Ral Dorn, the Dragon Lord, appeared in Fantastic Four Annual #16 (1981), and was created by Ed Hannigan and Steve Ditko.

==History==

===Dragon Lord===

The Dragon Lord was a fanatic bent on avenging Japan's defeat in World War II. Although blind, he appears to be able to "see" mentally. He used Sunfire as an ally, but Namor later convinced Sunfire of Dragon Lord's intentions to conquer the world for his own benefit. The two heroes stopped Dragon Lord's plans and destroyed his base.

===Nu-An===

Nu-An is the Yu-Ti (a name given to the rulers of K'un-Lun) who also uses the alias of Dragon Lord as did his father Lord Tuan.

===Tako Shamara===

In his first appearance the character battled a huge dragon from the past called a Wani, a monster that destroyed his ancestors' villages in 1582.

Dragon Lord later appears in Camp Hammond as an official recruit for the Initiative, only to be killed when K.I.A. attacks the group of new trainees. The surviving trainees, along with Triathlon and the Taskmaster, present his ashes and a flag to Shamara's family at their Long Island home.
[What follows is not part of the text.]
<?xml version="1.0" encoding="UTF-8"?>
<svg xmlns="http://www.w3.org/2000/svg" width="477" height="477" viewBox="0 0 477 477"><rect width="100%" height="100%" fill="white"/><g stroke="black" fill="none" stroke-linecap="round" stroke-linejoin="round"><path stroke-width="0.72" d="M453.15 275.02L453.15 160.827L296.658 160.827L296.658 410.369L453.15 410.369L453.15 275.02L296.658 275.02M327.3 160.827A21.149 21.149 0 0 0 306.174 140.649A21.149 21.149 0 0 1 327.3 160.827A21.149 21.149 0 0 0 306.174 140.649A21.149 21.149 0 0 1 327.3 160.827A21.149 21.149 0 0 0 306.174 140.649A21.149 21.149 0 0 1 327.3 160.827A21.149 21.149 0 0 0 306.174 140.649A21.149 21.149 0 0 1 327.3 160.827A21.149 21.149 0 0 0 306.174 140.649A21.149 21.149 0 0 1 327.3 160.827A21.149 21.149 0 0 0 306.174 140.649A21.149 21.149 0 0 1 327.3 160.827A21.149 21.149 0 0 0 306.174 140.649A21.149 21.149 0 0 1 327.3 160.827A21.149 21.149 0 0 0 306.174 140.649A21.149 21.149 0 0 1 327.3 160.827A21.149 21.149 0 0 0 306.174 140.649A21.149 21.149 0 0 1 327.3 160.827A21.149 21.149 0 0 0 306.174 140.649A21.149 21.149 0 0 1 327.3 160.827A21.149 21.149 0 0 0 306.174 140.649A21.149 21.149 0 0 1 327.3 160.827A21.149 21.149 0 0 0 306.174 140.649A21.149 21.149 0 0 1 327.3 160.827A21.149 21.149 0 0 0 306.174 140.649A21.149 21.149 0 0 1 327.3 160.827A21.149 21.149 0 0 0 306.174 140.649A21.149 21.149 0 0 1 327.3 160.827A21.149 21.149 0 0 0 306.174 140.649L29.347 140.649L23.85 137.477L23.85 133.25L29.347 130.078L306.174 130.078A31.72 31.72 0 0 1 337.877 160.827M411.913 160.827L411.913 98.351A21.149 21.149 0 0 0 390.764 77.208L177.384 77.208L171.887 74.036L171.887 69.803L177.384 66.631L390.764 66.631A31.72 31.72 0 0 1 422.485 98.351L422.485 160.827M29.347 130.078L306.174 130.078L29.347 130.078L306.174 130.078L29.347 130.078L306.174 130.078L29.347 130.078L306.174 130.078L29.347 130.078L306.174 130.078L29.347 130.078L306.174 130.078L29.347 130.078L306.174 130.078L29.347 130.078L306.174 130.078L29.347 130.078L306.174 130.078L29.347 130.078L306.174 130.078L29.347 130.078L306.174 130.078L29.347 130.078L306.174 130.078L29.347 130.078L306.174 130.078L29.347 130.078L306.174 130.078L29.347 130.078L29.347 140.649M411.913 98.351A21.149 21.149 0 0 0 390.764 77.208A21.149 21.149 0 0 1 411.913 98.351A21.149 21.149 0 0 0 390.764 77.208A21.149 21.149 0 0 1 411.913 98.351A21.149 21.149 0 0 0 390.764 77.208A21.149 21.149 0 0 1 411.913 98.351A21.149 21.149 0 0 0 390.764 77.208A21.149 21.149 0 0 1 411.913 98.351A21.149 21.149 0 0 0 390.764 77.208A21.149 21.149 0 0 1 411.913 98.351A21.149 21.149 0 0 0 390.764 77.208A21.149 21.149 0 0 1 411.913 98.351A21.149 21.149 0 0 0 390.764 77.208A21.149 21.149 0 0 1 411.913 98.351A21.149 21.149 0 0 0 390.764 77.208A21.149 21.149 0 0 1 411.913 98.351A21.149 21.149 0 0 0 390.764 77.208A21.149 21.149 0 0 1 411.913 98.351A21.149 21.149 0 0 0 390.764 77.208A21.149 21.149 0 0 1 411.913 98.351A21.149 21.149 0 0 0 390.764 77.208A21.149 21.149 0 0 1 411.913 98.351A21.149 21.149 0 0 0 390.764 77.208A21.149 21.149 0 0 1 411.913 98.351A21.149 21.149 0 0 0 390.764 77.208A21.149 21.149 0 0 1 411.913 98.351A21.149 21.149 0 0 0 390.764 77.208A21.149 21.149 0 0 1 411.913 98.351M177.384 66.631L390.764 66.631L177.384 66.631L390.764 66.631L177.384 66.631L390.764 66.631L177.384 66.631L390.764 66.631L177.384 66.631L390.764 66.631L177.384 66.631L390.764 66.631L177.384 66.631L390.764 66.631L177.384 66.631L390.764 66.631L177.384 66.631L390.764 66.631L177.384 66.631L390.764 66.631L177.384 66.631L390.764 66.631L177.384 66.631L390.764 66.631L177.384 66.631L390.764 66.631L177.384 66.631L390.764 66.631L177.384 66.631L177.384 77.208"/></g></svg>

Shamara's son states that he intends to honor his father by taking up his mantle.

===Ral Dorn===

Ral Dorn was a human of Earthly parentage who leads the Dragon Riders of the extradimensional world of Rammatpolen. The Dragon Riders use dragons as mounts in their journeys through time and space. Ral Dorn has used the Dragon Man as his own mount.

Ed Hannigan spoke of the character's creation stating,

"Shooter wanted to keep the name Dragon Lord, but he wanted a new character that wasn't a kung fu character. He asked me to create one."

==Powers and abilities==
Nu-An is shown to have some degree of minimal combat skills. He does not appear to age due to him eating a fruit from off the Tree of Immortality.

The Tako Shamara version of the Dragon Lord could summon dragons and control them through elixirs created in his cauldron. He was mocked by Taskmaster for this flaw, who felt that such an ability would not be useful in combat due to its time-consuming nature.